Effects of expanded allocation programmes and organ and recipient quality metrics on transplant‐related costs in kidney transplantation – an institutional analysis
Author(s) -
Dziodzio Tomasz,
Jara Maximilian,
Hardt Juliane,
Weiss Sascha,
Ritschl Paul Viktor,
Denecke Christian,
Biebl Matthias,
Gerlach Undine,
Reinke Petra,
Pratschke Johann,
Öllinger Robert
Publication year - 2019
Publication title -
transplant international
Language(s) - English
Resource type - Journals
SCImago Journal Rank - 0.998
H-Index - 82
eISSN - 1432-2277
pISSN - 0934-0874
DOI - 10.1111/tri.13463
Subject(s) - medicine , transplantation , kidney transplantation , health care , kidney , healthcare system , kidney transplant , renal transplant , emergency medicine , intensive care medicine , urology , surgery , economics , economic growth
Summary Expansions of donor pools have a controversial impact on healthcare expenditures. The aim of this study was to investigate the emerging costs of expanded criteria donor (ECD) kidney transplantations (KT) and to identify independent risk factors for increased transplant‐related costs.
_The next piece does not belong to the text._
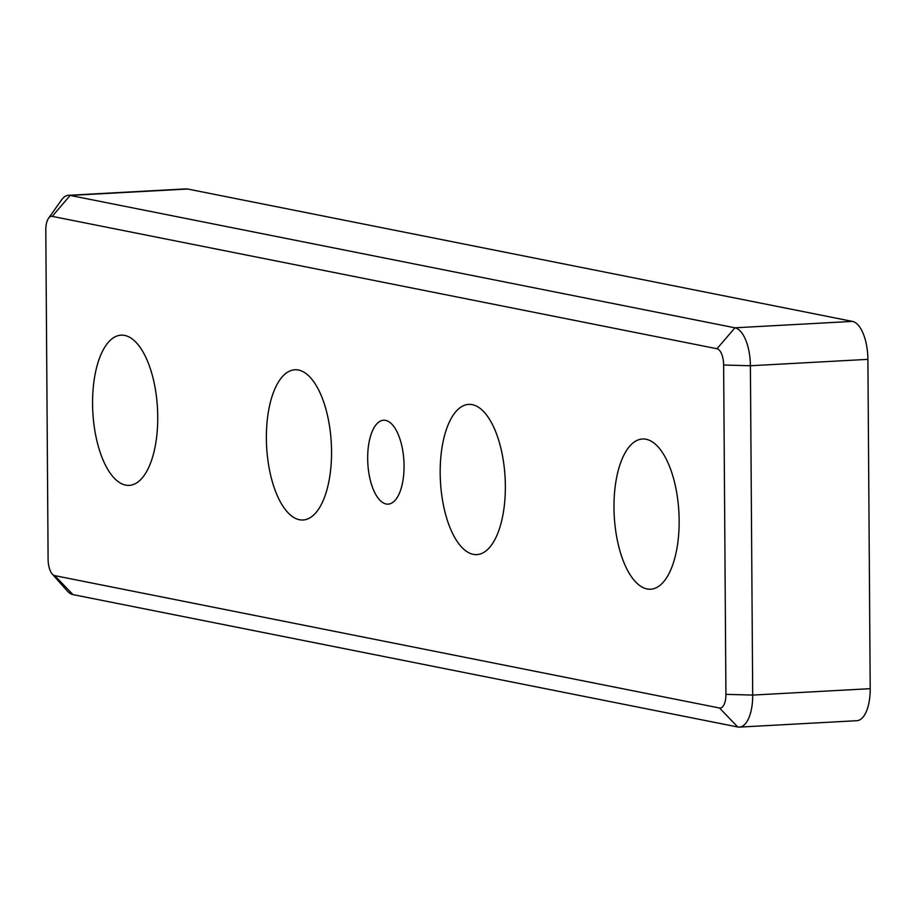 <?xml version="1.0" encoding="UTF-8"?>
<svg xmlns="http://www.w3.org/2000/svg" width="916" height="916" viewBox="0 0 916 916"><rect width="100%" height="100%" fill="white"/><g stroke="black" fill="none" stroke-linecap="round" stroke-linejoin="round"><path stroke-width="1.37" d="M52.212 216.371L717.01 348.744A15.045 6.481 86.9 0 1 723.629 365.015L725.93 694.339A15.045 6.481 86.9 0 1 719.518 708.011L54.72 575.626A15.045 6.481 86.9 0 1 52.258 574.034A15.045 6.481 86.9 0 1 48.101 559.367L45.8 230.042A15.045 6.481 86.9 0 1 48.514 218.306A15.045 6.481 86.9 0 1 52.212 216.371L70.154 195.429A35.106 15.114 -93.1 0 0 68.482 195.303A35.106 15.114 -93.1 0 0 61.521 199.94L48.514 218.306M52.258 574.034L67.177 590.877A35.106 15.114 -93.1 0 0 72.937 594.598L737.735 726.983A35.106 15.114 -93.1 0 0 739.407 727.109A35.106 15.114 -93.1 0 0 752.7 695.084L750.399 365.759A35.106 15.114 -93.1 0 0 734.953 327.802L70.154 195.429L187.654 189.017A35.106 15.114 -93.1 0 0 185.982 188.891L68.482 195.303M187.654 189.017L852.452 321.401L734.953 327.802L717.01 348.744M266.373 438.398A75.215 32.381 86.9 0 1 294.872 369.778A75.215 32.381 86.9 0 1 331.294 443.126A75.215 32.381 86.9 0 1 303.059 519.99A75.215 32.381 86.9 0 1 266.373 438.398M92.573 403.784A75.215 32.381 86.9 0 1 121.061 335.164A75.215 32.381 86.9 0 1 157.495 408.513A75.215 32.381 86.9 0 1 129.259 485.377A75.215 32.381 86.9 0 1 92.573 403.784M613.983 507.613A75.215 32.381 86.9 0 1 642.471 438.993A75.215 32.381 86.9 0 1 678.905 512.342A75.215 32.381 86.9 0 1 650.669 589.206A75.215 32.381 86.9 0 1 613.983 507.613M440.184 473A75.215 32.381 86.9 0 1 468.671 404.391A75.215 32.381 86.9 0 1 505.105 477.728A75.215 32.381 86.9 0 1 476.858 554.604A75.215 32.381 86.9 0 1 440.184 473M367.671 458.561A41.999 18.08 86.9 0 1 383.575 420.249A41.999 18.08 86.9 0 1 403.922 461.206A41.999 18.08 86.9 0 1 388.155 504.132A41.999 18.08 86.9 0 1 367.671 458.561M739.407 727.109L856.907 720.697A35.106 15.114 -93.1 0 0 870.2 688.672L752.7 695.084L725.93 694.339M723.629 365.015L750.399 365.759L867.899 359.358A35.106 15.114 -93.1 0 0 852.452 321.401M867.899 359.358L870.2 688.672M72.937 594.598L54.72 575.626M719.518 708.011L737.735 726.983"/></g></svg>
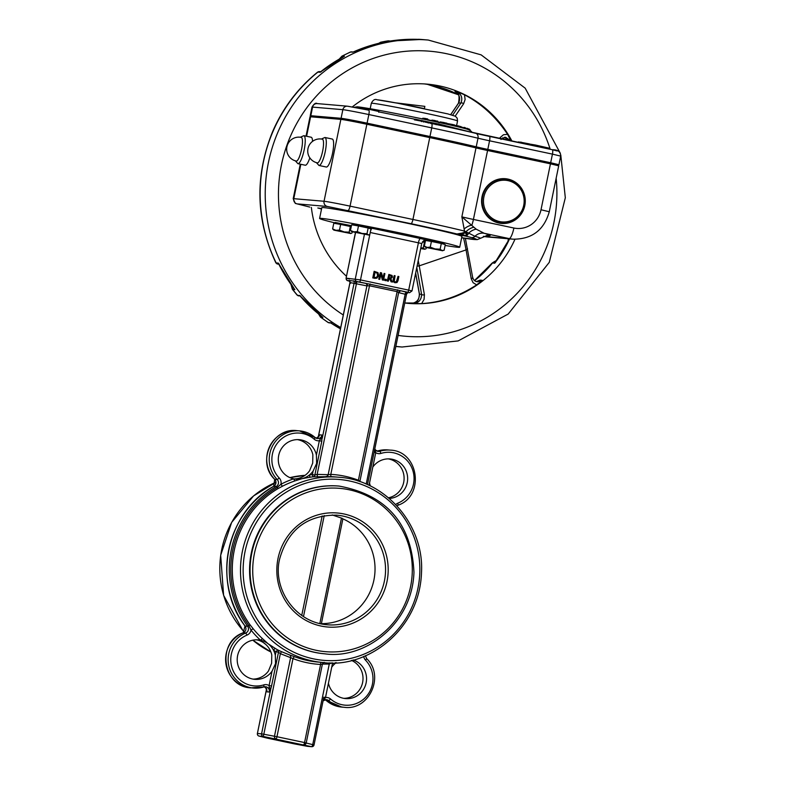<?xml version="1.0" encoding="UTF-8"?>
<svg xmlns="http://www.w3.org/2000/svg" width="786" height="786" viewBox="0 0 786 786"><rect width="100%" height="100%" fill="white"/><g stroke="black" fill="none" stroke-linecap="round" stroke-linejoin="round"><path stroke-width="1.18" d="M405.802 294.406A2.201 1.503 103.1 0 1 407.728 292.51L406.45 292.225A2.201 0.855 -77.7 0 0 405.163 294.259L406.529 294.013L405.802 294.406M406.45 292.225L401.076 290.83A2.201 2.103 -73.2 0 0 398.561 292.579L405.163 294.259L366.207 484.068M407.963 292.363L409.339 292.647A2.201 2.142 -85.1 0 0 409.594 292.687L407.905 292.539L406.578 294.072L367.465 484.618L374.107 452.284L375.757 452.687L374.784 448.993M367.337 285.957A2.201 1.601 99.9 0 0 366.217 283.441L365.372 283.304A2.201 2.024 -82.2 0 1 366.915 285.888L369.518 285.78L397.117 291.635L398.561 292.579M370.235 232.509L421.728 243.522L411.992 290.928L408.691 290.132A2.201 0.501 102 0 1 407.747 292.245L359.546 282.017A2.201 0.501 102 0 0 360.489 279.914L346.204 278.156A2.201 2.142 94.9 0 0 347.864 280.759L349.348 280.455A2.201 2.142 -85.1 0 1 350.016 282.547L366.915 285.888L328.165 474.665L317.161 474.38L314.852 475.058A2.201 1.985 -90.7 0 1 313.133 476.817L331.191 476.621A92.974 90.478 -85.1 0 1 334.119 476.827L338.913 477.23A92.974 90.478 94.9 0 0 242.442 551.094A92.974 90.478 94.9 0 0 323.075 662.51C366.581 668.945 419.645 630.392 421.512 572.414C424.214 525.48 386.152 480.285 338.913 477.23M365.372 283.304L355.331 281.398A2.201 0.639 -78.9 0 1 355.508 283.736M364.429 234.405L355.292 278.932A2.201 2.142 -85.1 0 0 356.942 281.535L349.348 280.455M350.507 283.314L350.016 282.547L350.507 283.314L350.016 282.547L318.291 437.114M374.637 449.395L374.107 452.284M401.243 290.908A2.201 2.191 78 0 0 398.649 292.608L359.9 481.376L358.406 480.236L358.141 481.061M397.755 289.788A2.201 0.501 102 0 0 397.117 291.635L358.406 480.236A95.175 92.62 94.9 0 0 330.808 474.38L328.165 474.665A2.201 2.024 -87.1 0 1 326.161 476.434M320.246 439.05L319.352 440.73L321.798 441.192L322.093 435.051L320.246 439.05A2.201 1.199 -176.8 0 0 322.24 438.283L354.142 282.901A2.201 2.142 94.9 0 0 353.474 280.808M374.578 449.985A2.201 1.199 -176.8 0 0 375.394 450.742M370.412 486.003A19.807 19.277 -85.1 0 1 369.528 483.007L372.81 467.051A19.807 19.277 -85.1 0 1 390.043 458.945A19.807 19.277 -85.1 0 1 407.227 482.673A19.807 19.277 -85.1 0 1 389.276 498.452M398.649 292.618L359.9 481.356A2.201 2.191 57.4 0 0 359.86 481.631M370.157 283.942A2.201 0.501 -78 0 0 369.518 285.78L330.808 474.38A2.201 0.511 -87 0 0 331.191 476.621M356.854 281.702L317.161 474.38L317.456 476.542M321.798 441.192L314.852 475.058L312.396 474.587A2.201 0.501 -96.6 0 0 313.133 476.817A92.974 90.478 -85.1 0 0 310.234 477.2L301.932 478.694A19.807 19.277 -85.1 0 1 295.88 479.155A19.807 19.277 -85.1 0 1 293.63 478.831A19.807 19.277 -85.1 0 1 278.499 456.617A19.807 19.277 -85.1 0 1 299.26 439.688A19.807 19.277 -85.1 0 1 316.404 455.094L316.63 463.435L313.123 471.05A19.807 19.277 -85.1 0 1 309.429 474.98A2.201 0.491 -98.5 0 0 310.234 477.2M294.131 478.92A19.807 19.277 94.9 0 0 297.923 478.497A19.807 19.277 94.9 0 0 298.405 478.389A19.807 19.277 94.9 0 0 298.886 478.261A19.807 19.277 94.9 0 0 305.892 474.685A19.807 19.277 94.9 0 0 309.596 470.745L312.7 463.101L312.867 454.789A19.807 19.277 94.9 0 0 297.481 439.62M266.67 688.575L266.631 689.351M253.033 679.104A19.807 19.277 94.9 0 0 268.507 670.93L271.612 663.286L271.779 654.964A19.807 19.277 94.9 0 0 269.932 649.855A19.807 19.277 94.9 0 0 265.255 643.999A19.807 19.277 94.9 0 0 264.528 643.41A19.807 19.277 94.9 0 0 263.939 642.977A19.807 19.277 94.9 0 0 256.973 639.912A19.807 19.277 94.9 0 0 256.393 639.804M343.826 698.351A19.807 19.277 94.9 0 0 362.601 682.553A19.807 19.277 94.9 0 0 351.401 660.348M266.926 738.064A2.201 0.501 102 0 1 266.916 738.064L294.514 743.91A2.201 2.024 97.8 0 0 294.671 743.939L307.306 746.307A2.201 2.142 94.9 0 0 307.562 746.346L311.688 746.7A2.201 2.201 0 0 0 314.027 744.951L313.968 744.951A2.201 2.142 -85.1 0 1 311.433 746.661L294.524 743.91A2.201 0.501 -78 0 0 294.524 743.91L294.514 743.91A2.201 0.501 -78 0 0 294.514 743.91L266.926 738.064L259.105 736.089L263.222 736.443L311.433 746.661A2.201 0.855 -77.7 0 0 312.72 744.627L306.196 743.016L304.506 744.686A2.201 2.201 0 0 0 306.206 742.976L306.206 742.976A2.201 2.191 -102 0 1 303.602 744.686A2.201 0.501 -78 0 0 304.555 742.573L276.957 736.728A2.201 0.501 102 0 1 276.014 738.84A2.201 2.024 -82.2 0 1 274.471 736.256L263.821 734.252L263.222 736.443A2.201 2.142 -85.1 0 1 261.571 733.839L257.454 733.485A2.201 2.142 94.9 0 0 259.105 736.089A2.201 0.855 102.3 0 1 259.085 736.089A2.201 0.855 102.3 0 1 259.046 736.079M266.916 738.064L266.916 738.064A2.201 0.501 102 0 1 266.906 738.054A2.201 2.201 0 0 1 266.199 737.769M272.035 671.224A19.807 19.277 -85.1 0 1 254.792 679.34A19.807 19.277 -85.1 0 1 237.274 657.961A19.807 19.277 -85.1 0 1 258.162 639.873A19.807 19.277 -85.1 0 1 260.51 640.217A19.807 19.277 -85.1 0 1 268.055 643.714L275.1 648.332L273.469 650.16A19.807 19.277 -85.1 0 1 275.306 655.269L275.542 663.62L272.035 671.224L269.087 685.588L271.534 686.06L270.787 688.929A2.201 1.1 19.8 0 0 269.234 687.514L269.343 692.034L270.787 688.929L261.571 733.839L263.821 734.252L280.356 653.667L281.506 651.682L277.615 649.865A2.201 1.994 -72.6 0 1 278.49 652.203L280.356 653.667L292.991 658.599A95.175 92.62 94.9 0 0 320.59 664.455L322.388 664.101L306.206 742.976L304.555 742.573L320.59 664.455A2.201 0.511 93 0 1 321.101 662.343M323.075 662.51L318.291 662.097A92.974 90.478 -85.1 0 1 294.249 656.585L292.991 658.599L276.957 736.728L274.471 736.256L290.663 657.371A2.201 2.024 102.8 0 0 289.523 654.915L281.506 651.682M323.134 700.601L324.392 699.206A2.201 1.1 19.8 0 0 323.351 699.52M324.392 699.206L325.492 697.546L323.842 697.153L323.184 700.041M263.821 684.871A26.41 25.702 -85.1 0 1 232.184 668.346A26.41 25.702 -85.1 0 1 247.04 635.088L245.743 633.005A28.61 27.844 94.9 0 0 228.421 663.806A28.61 27.844 94.9 0 0 253.544 688.064A28.61 27.844 94.9 0 0 263.929 686.935L263.821 684.871A6.602 6.426 94.9 0 1 269.087 685.588L269.234 687.514M271.534 686.06L278.49 652.203L276.033 651.732L275.306 655.269M294.249 656.585L289.523 654.915M324.304 662.372L322.388 664.101A2.201 2.201 -72.9 0 1 324.176 662.382M306.206 742.976L322.398 664.111L329.265 664.032A2.201 0.835 85.3 0 1 329.344 662.824M323.842 697.153L314.027 744.951L312.72 744.627L329.265 664.032L330.788 663.286A2.201 2.201 -15.8 0 1 330.935 662.834L332.439 663.689A2.201 0.501 83.4 0 1 332.39 662.814M275.1 648.332A92.974 90.478 94.9 0 0 277.615 649.865L276.033 651.732A95.175 92.62 94.9 0 1 273.469 650.16A19.807 19.277 -85.1 0 0 268.055 643.714L262.445 638.615A92.974 90.478 -85.1 0 1 253.161 628.721L250.203 625.027A92.974 90.478 -85.1 0 1 234.238 550.397A92.974 90.478 -85.1 0 1 278.234 488.47L282.4 486.259A92.974 90.478 -85.1 0 1 294.809 480.953L301.932 478.694A19.807 19.277 -85.1 0 0 309.429 474.98A95.175 92.62 94.9 0 1 312.396 474.587L313.123 471.05M353.042 659.935A19.807 19.277 -85.1 0 1 366.129 682.857A19.807 19.277 -85.1 0 1 345.585 698.587A19.807 19.277 -85.1 0 1 328.44 683.191L331.712 667.226A19.807 19.277 -85.1 0 1 335.416 663.296A2.201 0.491 81.5 0 1 335.357 662.696M263.32 642.555L265.786 644.471M299.338 478.134L297.55 478.576M319.814 623.632L321.376 623.662A54.578 53.114 94.9 0 0 373.89 580.117A54.578 53.114 94.9 0 0 342.883 518.858L341.458 518.2L319.823 623.573M332.232 514.948L342.274 518.357M324.834 653.824L324.333 653.785A84.171 81.921 -85.1 0 1 251.333 552.912A84.171 81.921 -85.1 0 1 338.668 486.043L339.169 486.092A84.171 81.921 94.9 0 0 251.834 552.961A84.171 81.921 94.9 0 0 324.834 653.824C364.223 659.65 412.267 624.742 413.957 572.257C411.638 523.682 386.712 494.954 339.169 486.092M331.712 667.226L332.439 663.689A95.175 92.62 94.9 0 0 335.416 663.296A19.807 19.277 -85.1 0 1 336.261 662.647M294.809 480.953L293.63 478.831A95.175 92.62 94.9 0 0 280.936 484.245L282.4 486.259M279.276 478.055A26.41 25.702 -85.1 0 1 278.745 441.536A26.41 25.702 -85.1 0 1 314.243 439.246L315.127 437.517A28.61 27.844 94.9 0 0 299.505 430.875A28.61 27.844 94.9 0 0 271.868 447.322A28.61 27.844 94.9 0 0 277.242 479.558L279.276 478.055A6.602 6.426 94.9 0 1 280.936 484.245L277.262 487.477A94.074 91.549 94.9 0 0 248.907 625.656L250.999 630.087A95.175 92.62 94.9 0 0 260.51 640.217L262.445 638.615M253.161 628.721L250.999 630.087A6.602 6.426 94.9 0 1 247.04 635.088M388.5 497.793A19.807 19.277 94.9 0 0 403.69 482.368A19.807 19.277 94.9 0 0 388.274 458.877M395.073 282.007L396.37 281.722L398.011 276.377L396.625 281.742L395.319 282.027L394.248 281.241L395.083 275.758L394.238 275.572L393.59 281.801L394.916 282.744L393.344 281.781L393.138 279.649L394.238 275.572M382.9 278.077L384.118 273.43L383.047 278.627L381.544 272.88L380.336 272.624L378.99 279.197L379.776 279.364L380.945 273.695L382.605 279.963L383.558 280.16L384.904 273.597L384.118 273.43M383.558 280.16L382.35 279.944L380.837 274.226M379.776 279.364L378.734 279.177L380.336 272.624M375.315 278.382L372.78 277.91L374.126 271.347L373.026 277.93L375.187 278.372M388.363 281.182L387.262 280.985L388.864 274.432L387.518 281.005L388.363 281.182L388.903 278.568L389.876 278.775L391.359 281.82L392.46 282.046L390.77 278.716L392.489 277.065L392.067 275.473L388.864 274.432M392.46 282.046L391.104 281.801L389.62 278.755L388.893 278.598M385.788 280.671L384.767 280.455L385.022 279.197L385.022 280.474L385.788 280.671M445.122 245.438A71.516 1.975 -168.4 0 0 459.722 247.207A71.516 1.975 -168.4 0 0 398.109 232.558A71.516 1.975 -168.4 0 0 321.543 218.39A71.516 1.975 -168.4 0 0 319.597 218.449A71.516 1.975 -168.4 0 0 334.983 222.88M394.916 282.744L396.999 282.528L398.021 280.651L398.856 276.554L398.011 276.377M374.244 278.224L376.867 278.195L378.744 275.719L378.017 272.683L374.382 271.366M377.329 273.184L377.86 275.522L376.533 277.429L374.038 277.36L375.069 272.3L377.329 273.184L375.069 272.329M376.533 277.429L377.604 275.503L377.074 273.164M374.431 277.468L376.288 277.409M375.354 277.596L374.676 277.497M390.396 275.552L391.595 276.947L391.015 277.9L389.797 277.998L389.05 277.841L389.551 275.375L390.396 275.552L389.551 275.405M390.77 277.88L391.114 275.965L390.151 275.532M386.044 280.69L386.299 279.433L385.278 279.217M319.597 218.449L321.808 207.671A71.516 1.975 11.6 0 1 323.753 207.612A71.516 1.975 11.6 0 1 400.32 221.79A71.516 1.975 11.6 0 1 461.932 236.439L459.722 247.207M507.353 139.034L508.444 140.419M507.933 139.692L504.425 137.236L508.513 140.439L507.324 138.965M514.968 239.278A110.03 107.083 -85.1 0 1 408.317 303.376A110.03 107.083 -85.1 0 1 404.751 303.013A110.03 107.083 94.9 0 0 413.888 303.023L404.751 302.993M346.479 276.259A110.03 107.083 -85.1 0 1 311.354 207.416M352.295 106.925A110.03 107.083 -85.1 0 1 427.044 84.112A110.03 107.083 -85.1 0 1 512 141.175M472.641 277.37L473.614 279.688L475.599 281.339L477.446 281.801L482.211 280.297L476.689 284.866C459.26 296.204 440.907 302.443 421.64 303.593L413.613 303.632C418.81 302.856 421.473 299.751 421.601 294.337L419.459 294.151L415.666 273.027M455.202 116.132L463.612 103.781A2.201 1.346 -145.8 0 0 460.861 103.113C462.826 98.329 461.579 94.497 457.128 91.628L464.497 94.792C481.671 103.85 496.035 117.035 507.589 134.327L510.831 140.891L505.595 137.226L500.928 139.446M456.45 92.326L455.88 91.942M507.589 134.327L503.482 134.75L500.269 137.412A2.201 1.346 34.2 0 1 501.075 138.857M463.573 238.06A68.441 14.482 71.2 0 1 466.059 249.909L471.246 278.804A2.201 1.248 -10.2 0 0 472.641 277.32L465.371 238.345M419.341 293.522A2.201 1.248 -10.2 0 0 419.331 293.846A2.201 1.248 -10.2 0 0 419.459 294.151C419.331 299.574 416.668 302.669 411.471 303.455L411.844 303.445M421.64 303.593L424.076 299.378L424.411 294.73A2.201 1.248 169.8 0 1 421.601 294.337L416.796 267.535M331.604 322.977L328.037 322.457L320.442 317.063L322.388 316.994M300.724 296.047L297.118 295.094L292.353 289.258L294.878 289.67L294.367 289.002M279.187 264.155L278.293 263.094L275.915 262.927C255.804 219.893 254.654 176.27 272.447 132.028C282.685 108.222 297.766 88.238 317.691 72.076L320.069 72.263L344.415 56.258L341.93 56.16L350.31 52.073L353.012 52.082M382.703 42.434L380.729 42.189L390.328 41.029M390.141 41.059A154.046 149.91 -85.1 0 1 420.923 39.487L418.781 39.3A154.046 149.91 -85.1 0 1 423.232 39.614L428.272 40.047A154.046 149.91 94.9 0 0 272.074 148.171A154.046 149.91 94.9 0 0 340.711 327.575M387.783 40.911L388.51 40.852A2.201 2.142 94.9 0 0 387.999 40.872A154.046 149.91 -85.1 0 0 380.905 42.179A2.201 2.142 -85.1 0 0 379.53 43.132M496.958 260.137L492.291 262.946L494.63 263.212L495.445 262.455L494.63 263.212A110.03 107.083 94.9 0 0 509.525 238.865M428.065 84.554L430.266 84.75M495.19 262.436L493.49 262.151L496.909 260.205M508.09 241.833L508.365 238.767M344.415 56.258A154.046 149.91 -85.1 0 0 320.069 72.263L321.258 71.772M319.774 71.624L319.44 71.614A2.201 2.142 94.9 0 0 319.43 71.614L320.433 71.624M339.483 58.95L341.212 57.319A2.201 2.142 -85.1 0 1 342.274 56.071A154.046 149.91 -85.1 0 1 350.527 52.053A2.201 2.142 94.9 0 1 351.558 51.876L350.31 52.073M293.532 287.961L292.284 287.863L291.105 284.65M275.915 262.927L277.399 264.008A2.201 2.142 -85.1 0 1 276.151 262.907A154.046 149.91 -85.1 0 1 317.917 72.076A2.201 2.142 94.9 0 1 319.421 71.614A2.201 2.142 94.9 0 0 319.421 71.614L317.691 72.076M294.593 289.356L278.293 263.094A154.046 149.91 -85.1 0 0 294.878 289.67M320.688 315.697L318.752 314.145M322.633 317.2L299.495 295.33A154.046 149.91 -85.1 0 0 322.899 317.377M330.533 322.81L330.385 322.692A154.046 149.91 -85.1 0 0 340.456 328.833L330.533 322.81M479.185 280.661L476.296 281.594L480.069 280.121L482.211 280.297M458.356 103.447A2.201 1.346 34.2 0 1 458.484 103.153A2.201 1.346 34.2 0 1 458.71 102.927C460.675 98.142 459.437 94.32 454.986 91.441L457.128 91.628M421.935 121.358L421.257 121.231M423.389 122.017L422.829 120.789L422.19 121.319M517.001 142.237L518.387 142.06M518.298 142.512L518.416 141.932L520.293 142.276M518.76 142.61L518.888 141.971M520.597 142.227L529.351 143.897M521.049 143.091L521.246 142.178M514.781 141.696L517.041 142.011M322.614 151.266A12.104 2.761 102 0 1 317.328 162.869A12.104 12.104 0 0 1 307.994 148.515A12.104 12.104 0 0 1 322.348 139.191A12.104 2.761 102 0 1 322.614 151.266M324.903 137.481L332.232 139.034A14.305 3.272 102 0 1 332.547 153.309A14.305 3.272 102 0 1 326.298 167.025L318.969 165.463A14.305 3.272 -78 0 0 325.217 151.757A14.305 3.272 -78 0 0 324.903 137.481L321.425 139.034M301.549 149.468A12.104 2.761 102 0 1 296.263 161.071A12.104 12.104 0 0 1 286.939 146.717A12.104 12.104 0 0 1 301.284 137.393A12.104 2.761 102 0 1 301.549 149.468M309.831 157.829A14.305 3.272 102 0 1 305.243 165.217L297.904 163.665A14.305 3.272 -78 0 0 304.153 149.949A14.305 3.272 -78 0 0 303.838 135.683L300.36 137.226M303.838 135.683L311.177 137.236A14.305 3.272 102 0 1 312.553 141.362M467.788 234.641A2.201 1.818 -11.1 0 0 466.766 235.761L467.749 234.572L465.744 232.332L464.045 232.499A2.201 1.317 -118 0 0 464.104 233.275L465.587 232.764L466.756 235.672L466.353 236.262L471.276 237.5A4.402 4.117 -74.2 0 0 474.98 236.301L464.546 231.094A88.022 2.437 -168.4 0 0 412.935 219.471L350.055 206.138A22.008 0.609 -168.4 0 0 324.048 201.265A4.402 4.284 94.9 0 0 327.359 206.463L411.039 223.696A4.402 1.002 -78 0 0 412.935 219.471L429.736 137.589A88.022 2.437 11.6 0 1 476.002 147.906L520.509 157.475M471.276 237.5A86.391 2.387 11.6 0 1 461.657 237.745L477.082 239.661L480.384 238.345A89.997 2.486 -168.4 0 0 474.98 236.301A11.004 10.297 105.8 0 1 484.225 233.295L476.129 229.139L461.854 216.857L464.546 231.094A4.402 3.645 -76.1 0 1 464.045 232.499L461.765 233.167A2.201 1.002 -109.8 0 0 461.804 234.552L466.766 235.761L466.353 236.262L466.766 235.761L466.353 236.262L456.98 233.982L461.804 234.552L464.104 233.275M461.765 233.167L456.98 233.982A83.621 2.309 11.6 0 0 411.039 223.696M427.957 119.698L427.122 119.904A58.321 1.611 -168.4 0 1 436.436 121.909L437.655 122.174A58.321 1.611 -168.4 0 1 446.153 124.06L446.595 124.159M426.995 119.443L436.839 121.997L431.278 120.651L431.966 120.101L434.805 120.504M446.841 124.217C462.807 127.145 471.187 129.867 471.983 132.382L440.484 124.414L378.852 111.887M461.844 127.361L455.526 126.222A58.321 1.611 -168.4 0 1 461.47 127.666L462.178 127.843A58.321 1.611 -168.4 0 1 466.471 128.983L469.35 129.238L467.189 128.305L466.825 129.071M455.232 125.721L455.477 126.212L454.603 126.006A58.321 1.611 -168.4 0 0 447.244 124.306L446.821 124.208M315.392 117.202A22.008 0.609 11.6 0 1 310.215 115.739A22.008 0.609 11.6 0 1 310.814 115.719L341.085 118.303A22.008 0.609 11.6 0 1 367.082 123.176L429.962 136.509A88.022 2.437 11.6 0 1 476.228 146.825A22.008 0.609 -168.4 0 0 487.792 149.409L550.672 162.741L558.925 164.736L552.224 164.205M370.55 124.964L422.082 135.831A53.654 1.484 11.6 0 1 443.589 140.556M359.811 122.537L370.589 124.748M536.406 160.197L529.754 158.978L536.406 160.197M461.844 127.332L462.099 127.823L461.461 127.666M463.819 128.265L466.648 128.383L466.383 128.953M469.35 129.238L469.252 129.818M469.34 129.729L469.871 130.044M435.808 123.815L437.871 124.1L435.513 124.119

We present a retrospective explorative analysis of hospital costs and reimbursements of KTs performed between 2012 and 2016 in a German university hospital. A total of 174 KTs were examined, including 92 (52.9%) ECD organ transplantations. The ECD group comprised 43 (24.7%) ‘old‐for‐old’ transplantations. Median healthcare costs were 19 570€ (IQR 18 735–27 405€) in the standard criteria donor (SCD) group versus 25 478€ (IQR 19 957–29 634€) in the ECD group (+30%; P = 0.076). ‘Old‐for‐old’ transplantations showed the highest healthcare expenditures [26 702€ (19 570–33 940€)]. Irrespective of the allocation group, transplant‐related costs increased significantly in obese (+6221€; P = 0.009) and elderly recipients (+6717€; P = 0.019), in warm ischaemia time exceeding 30 min (+3212€; P = 0.009) and in kidneys with DGF or surgical complications (+8976€ and +10 624€; both P < 0.001). Transplantation of ECD organs is associated with incremental costs, especially in elderly and obese recipients. A critical patient selection, treatment of obesity before KT and keeping warm ischaemia times short seem to be crucial, in order to achieve a cost‐effective KT regardless of the allocation group.